Converse of Weak Nullstellensatz I have been trying to come up with an example of a polynomial ring where all maximal ideals are of the form $(x_i-a_i)$. But the ring $k$ on which $k[x_1,...,x_n]$ is based is not algebraically closed (for more than one variable). I need hints to come up with $k$. And will proceed to try to find an example from thereon .

Fix a positive integer $n$.

Let $k$ be a commutative ring with $1 \
e 0$, and let $R=k[x_1,...,x_n]$.

Suppose $k$ is such that

* $k$ is not algebraically closed.$\\\\[4pt]$
* All maximal ideals of $R$ are of the form $(x_1-a_1,...,x_n-a_n)$, for some $a_1,...,a_n\in k$.


Let $p\in k[t]$ be such that $p$ does not have a root in $k$.

Consider the principal ideal $I = (p(x_1))$ of $R$, and let $M$ be a maximal ideal such that $I\subseteq M$.

By assumption, we have $M=(x_1-a_1,...,x_n-a_n)$, for some $a_1,...,a_n\in k$.
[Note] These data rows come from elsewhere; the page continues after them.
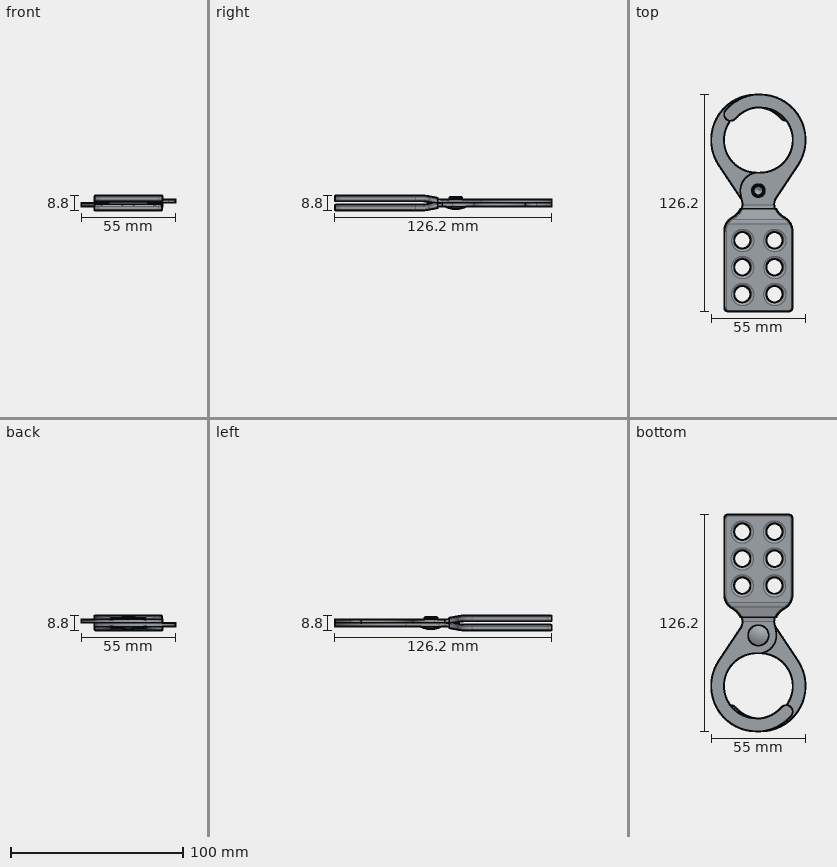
import cadquery as cq
import math


SHEET_THICKNESS = 2.1
RING_X = 1.0
RING_Y = 29.4
RING_OUTER_RADIUS = 26.5
RING_INNER_RADIUS = 18.9
TIP_ANGLE = 139.0
FLANK_ANGLE = -33.7
NECK_HALF_WIDTH = 9.2
NECK_ARC_RADIUS = 5.9
SHEET_END_HALF_WIDTH = 10.0
SHEET_END_Y = -12.6

BEND_START_Y = -8.3
BEND_ANGLE = 10.5
RISE_RADIUS = 13.5
LEVEL_RADIUS = 11.6

HANDLE_X = 0.1
HANDLE_HALF_WIDTH = 19.8
HANDLE_TOP_Y = -10.6
HANDLE_BOTTOM_Y = -70.3
HANDLE_THICKNESS = 3.5
HANDLE_OUTER_Z = 4.4
HANDLE_EDGE_RADIUS = 0.9
HANDLE_CORNER_RADIUS = 2.4
SHOULDER_RADIUS = 9.1
SHOULDER_Y = -23.6
WAIST_RADIUS = 11.4
WAIST_X = 20.6

HOLE_THROAT_DIAMETER = 9.5
HOLE_ROWS = 3
HOLE_COLUMN_X = 9.3
HOLE_FIRST_Y = -28.9
HOLE_PITCH = 15.7

RIVET_SHAFT_DIAMETER = 6.3
RIVET_HEAD_DIAMETER = 7.6
RIVET_HEAD_CHAMFER = 0.6
RIVET_RECESS_DIAMETER = 5.4
RIVET_RECESS_RIM_DEPTH = 0.5
RIVET_RECESS_DEPTH = 2.0
RIVET_DOME_DIAMETER = 12.0
RIVET_END_Z = 3.7

UPRIGHT_TOLERANCE = 0.01

SHEET_MID_Z = SHEET_THICKNESS / 2
HANDLE_MID_Z = HANDLE_OUTER_Z - HANDLE_THICKNESS / 2
BAND_HALF_WIDTH = RING_X + RING_OUTER_RADIUS
SLOPE = math.radians(BEND_ANGLE)
BEND_RISE = (RISE_RADIUS + LEVEL_RADIUS) * (1 - math.cos(SLOPE))
BEND_RUN = (RISE_RADIUS + LEVEL_RADIUS) * math.sin(SLOPE)
BEND_END_Y = BEND_START_Y - BEND_RUN - (HANDLE_MID_Z - SHEET_MID_Z - BEND_RISE) / math.tan(SLOPE)
HALF_HANDLE = HANDLE_THICKNESS / 2
PIVOT_DISC_RADIUS = math.hypot(RING_X, RING_Y) - RING_INNER_RADIUS
SHOULDER_X = HANDLE_HALF_WIDTH - SHOULDER_RADIUS
WAIST_Y = SHOULDER_Y + math.sqrt((SHOULDER_RADIUS + WAIST_RADIUS) ** 2 - (WAIST_X - SHOULDER_X) ** 2)


def polar(center, radius, angle):
    """Point on a circle, with the angle in degrees."""
    turn = math.radians(angle)
    return (center[0] + radius * math.cos(turn), center[1] + radius * math.sin(turn))


def mirrored(point):
    """Same point on the other side of the Y axis."""
    return (-point[0], point[1])


def rise_point(offset, angle):
    """Point of the bend from the flat sheet into the slope; offset is measured up from mid thickness."""
    return polar((BEND_START_Y, SHEET_MID_Z + RISE_RADIUS), RISE_RADIUS - offset, -90 - angle)


def level_point(offset, angle):
    """Point of the bend from the slope into the flat handle; offset is measured up from mid thickness."""
    return polar((BEND_END_Y, HANDLE_MID_Z - LEVEL_RADIUS), LEVEL_RADIUS + offset, 90 - angle)


def slope_point(offset):
    """Point where the slope, continued straight towards the ring, reaches the end of the handle."""
    start_y, start_z = level_point(offset, BEND_ANGLE)
    return (HANDLE_TOP_Y, start_z - (HANDLE_TOP_Y - start_y) * math.tan(SLOPE))


def sheet_band():
    """Wide band of sheet: flat at the ring, then bent into the slope."""
    half = SHEET_THICKNESS / 2
    ring_end_y = RING_Y + RING_OUTER_RADIUS
    return (
        cq.Workplane("YZ")
        .moveTo(ring_end_y, SHEET_MID_Z + half)
        .lineTo(*rise_point(half, 0))
        .threePointArc(rise_point(half, BEND_ANGLE / 2), rise_point(half, BEND_ANGLE))
        .lineTo(*level_point(half, BEND_ANGLE))
        .lineTo(*level_point(-half, BEND_ANGLE))
        .lineTo(*rise_point(-half, BEND_ANGLE))
        .threePointArc(rise_point(-half, BEND_ANGLE / 2), rise_point(-half, 0))
        .lineTo(ring_end_y, SHEET_MID_Z - half)
        .close()
        .extrude(BAND_HALF_WIDTH, both=True)
    )


def handle_band():
    """Wide band of handle: on the slope at the neck, then bent level."""
    return (
        cq.Workplane("YZ")
        .moveTo(*slope_point(HALF_HANDLE))
        .lineTo(*level_point(HALF_HANDLE, BEND_ANGLE))
        .threePointArc(level_point(HALF_HANDLE, BEND_ANGLE / 2), level_point(HALF_HANDLE, 0))
        .lineTo(HANDLE_BOTTOM_Y, HANDLE_MID_Z + HALF_HANDLE)
        .lineTo(HANDLE_BOTTOM_Y, HANDLE_MID_Z - HALF_HANDLE)
        .lineTo(*level_point(-HALF_HANDLE, 0))
        .threePointArc(level_point(-HALF_HANDLE, BEND_ANGLE / 2), level_point(-HALF_HANDLE, BEND_ANGLE))
        .lineTo(*slope_point(-HALF_HANDLE))
        .close()
        .extrude(BAND_HALF_WIDTH, both=True)
    )


def make_sheet():
    """Metal hook of a jaw: open ring, pivot disc and neck."""
    ring = (RING_X, RING_Y)
    pivot = (0, 0)
    tip_radius = (RING_OUTER_RADIUS - RING_INNER_RADIUS) / 2
    tip_center = polar(ring, RING_INNER_RADIUS + tip_radius, TIP_ANGLE)

    flank_start = polar(ring, RING_OUTER_RADIUS, FLANK_ANGLE)
    flank_normal = polar(pivot, 1, FLANK_ANGLE)
    neck_arc_x = NECK_HALF_WIDTH + NECK_ARC_RADIUS
    neck_arc_y = (
        flank_start[1]
        + (NECK_ARC_RADIUS - (neck_arc_x - flank_start[0]) * flank_normal[0]) / flank_normal[1]
    )
    neck_arc = (neck_arc_x, neck_arc_y)
    flank_end = polar(neck_arc, NECK_ARC_RADIUS, FLANK_ANGLE + 180)
    neck_arc_middle = polar(neck_arc, NECK_ARC_RADIUS, 180 + FLANK_ANGLE / 2)
    neck_side = (NECK_HALF_WIDTH, neck_arc_y)
    sheet_end = (SHEET_END_HALF_WIDTH, SHEET_END_Y)

    disc_start_angle = math.degrees(math.atan2(RING_Y, RING_X))
    disc_end_angle = (
        360
        + math.degrees(math.atan2(neck_arc_y, -NECK_HALF_WIDTH))
        - math.degrees(math.acos(PIVOT_DISC_RADIUS / math.hypot(*neck_side)))
    )
    disc_middle_angle = (disc_start_angle + disc_end_angle) / 2

    outline = (
        cq.Workplane("XY")
        .moveTo(*flank_start)
        .threePointArc(
            polar(ring, RING_OUTER_RADIUS, (FLANK_ANGLE + TIP_ANGLE) / 2),
            polar(ring, RING_OUTER_RADIUS, TIP_ANGLE),
        )
        .threePointArc(
            polar(tip_center, tip_radius, TIP_ANGLE + 90),
            polar(ring, RING_INNER_RADIUS, TIP_ANGLE),
        )
        .threePointArc(
            polar(ring, RING_INNER_RADIUS, 0),
            polar(pivot, PIVOT_DISC_RADIUS, disc_start_angle),
        )
        .threePointArc(
            polar(pivot, PIVOT_DISC_RADIUS, disc_middle_angle),
            polar(pivot, PIVOT_DISC_RADIUS, disc_end_angle),
        )
        .lineTo(*mirrored(neck_side))
        .lineTo(*mirrored(sheet_end))
        .lineTo(*sheet_end)
        .lineTo(*neck_side)
        .threePointArc(neck_arc_middle, flank_end)
        .close()
    )
    return outline.extrude(HANDLE_OUTER_Z).intersect(sheet_band())


def handle_outline():
    """Handle with rounded shoulders and a concave waist at the neck."""
    shoulder = (SHOULDER_X, SHOULDER_Y)
    waist = (WAIST_X, WAIST_Y)
    meet_angle = math.degrees(math.atan2(WAIST_Y - SHOULDER_Y, WAIST_X - SHOULDER_X))
    neck_angle = 180 + math.degrees(math.asin((WAIST_Y - HANDLE_TOP_Y) / WAIST_RADIUS))
    shoulder_start = (HANDLE_HALF_WIDTH, SHOULDER_Y)
    shoulder_middle = polar(shoulder, SHOULDER_RADIUS, meet_angle / 2)
    shoulder_end = polar(shoulder, SHOULDER_RADIUS, meet_angle)
    waist_middle = polar(waist, WAIST_RADIUS, (meet_angle + 180 + neck_angle) / 2)
    neck = polar(waist, WAIST_RADIUS, neck_angle)
    return (
        cq.Workplane("XY")
        .moveTo(HANDLE_HALF_WIDTH, HANDLE_BOTTOM_Y)
        .lineTo(*shoulder_start)
        .threePointArc(shoulder_middle, shoulder_end)
        .threePointArc(waist_middle, neck)
        .lineTo(*mirrored(neck))
        .threePointArc(mirrored(waist_middle), mirrored(shoulder_end))
        .threePointArc(mirrored(shoulder_middle), mirrored(shoulder_start))
        .lineTo(-HANDLE_HALF_WIDTH, HANDLE_BOTTOM_Y)
        .close()
    )


def padlock_holes():
    """Cutters that narrow along a quarter round from each face to the throat at mid thickness."""
    throat = HOLE_THROAT_DIAMETER / 2
    mouth = throat + HALF_HANDLE
    cutter = (
        cq.Workplane("XZ")
        .moveTo(0, -HALF_HANDLE)
        .lineTo(mouth, -HALF_HANDLE)
        .radiusArc((throat, 0), HALF_HANDLE)
        .radiusArc((mouth, HALF_HANDLE), HALF_HANDLE)
        .lineTo(0, HALF_HANDLE)
        .close()
        .revolve(360, (0, 0, 0), (0, 1, 0))
        .val()
    )
    places = [
        (side * HOLE_COLUMN_X, HOLE_FIRST_Y - row * HOLE_PITCH, HANDLE_MID_Z)
        for side in (-1, 1)
        for row in range(HOLE_ROWS)
    ]
    return cq.Workplane("XY").newObject([cutter.translate(cq.Vector(*place)) for place in places])


def is_side(face):
    """A side face stands upright, along the outline of the handle."""
    return abs(face.normalAt().z) < UPRIGHT_TOLERANCE


def rim_edges(handle):
    """Edges between the sides and the two broad faces, leaving the end at the neck sharp."""
    neck_end = handle.faces(">Y").edges().vals()
    sides = [face for face in handle.faces().vals() if is_side(face)]
    broad_faces = [face for face in handle.faces().vals() if not is_side(face)]
    side_edges = [edge for face in sides for edge in face.Edges()]
    broad_edges = [edge for face in broad_faces for edge in face.Edges()]

    def belongs(edge, edges):
        return any(edge.isSame(other) for other in edges)

    return [edge for edge in broad_edges if belongs(edge, side_edges) and not belongs(edge, neck_end)]


def make_handle():
    """Thick coated handle, bent like the sheet and kept clear of the other jaw."""
    prism = handle_outline().extrude(2 * HANDLE_OUTER_Z, both=True)
    prism = prism.edges("|Z and <Y").fillet(HANDLE_CORNER_RADIUS)
    handle = prism.intersect(handle_band())
    handle = handle.newObject(rim_edges(handle)).fillet(HANDLE_EDGE_RADIUS)

    for hole in padlock_holes().vals():
        handle = handle.cut(cq.Workplane(hole))

    below_joint = handle_outline().extrude(-HANDLE_OUTER_Z)
    handle = handle.cut(below_joint)
    return handle.translate((HANDLE_X, 0, 0))


def make_jaw():
    """One jaw: the metal hook with the coated handle formed onto it, on the upper side of the joint."""
    rivet_hole = cq.Workplane("XY").circle(RIVET_SHAFT_DIAMETER / 2).extrude(SHEET_THICKNESS)
    return make_sheet().cut(rivet_hole).union(make_handle())


def make_rivet():
    """Rivet with a low dome below and a bevelled head with a conical recess above."""
    shaft = RIVET_SHAFT_DIAMETER / 2
    head = RIVET_HEAD_DIAMETER / 2
    dome = RIVET_DOME_DIAMETER / 2
    dome_height = RIVET_END_Z - SHEET_THICKNESS
    dome_radius = (dome**2 + dome_height**2) / (2 * dome_height)
    return (
        cq.Workplane("XZ")
        .moveTo(0, -RIVET_END_Z)
        .radiusArc((dome, -SHEET_THICKNESS), -dome_radius)
        .lineTo(shaft, -SHEET_THICKNESS)
        .lineTo(shaft, SHEET_THICKNESS)
        .lineTo(head, SHEET_THICKNESS)
        .lineTo(head, RIVET_END_Z - RIVET_HEAD_CHAMFER)
        .lineTo(head - RIVET_HEAD_CHAMFER, RIVET_END_Z)
        .lineTo(RIVET_RECESS_DIAMETER / 2, RIVET_END_Z - RIVET_RECESS_RIM_DEPTH)
        .lineTo(0, RIVET_END_Z - RIVET_RECESS_DEPTH)
        .close()
        .revolve(360, (0, 0, 0), (0, 1, 0))
    )


upper_jaw = make_jaw()
lower_jaw = upper_jaw.rotate((0, 0, 0), (0, 1, 0), 180)
rivet = make_rivet()

result = cq.Compound.makeCompound([upper_jaw.val(), lower_jaw.val(), rivet.val()])

Then, since $p \in M$, we can write $$p(x_1) = (f_1)(x_1-a_1) + \cdots + (f_n)(x_n-a_n)$$ for some $f_1,...,f_n \in R$.

Substituting $x_1=a_1,...,x_n=a_n$ in the above equation, we get $p(a_1)= 0$, contrary to our choice of $p$.

It follows that there is no such ring $k$.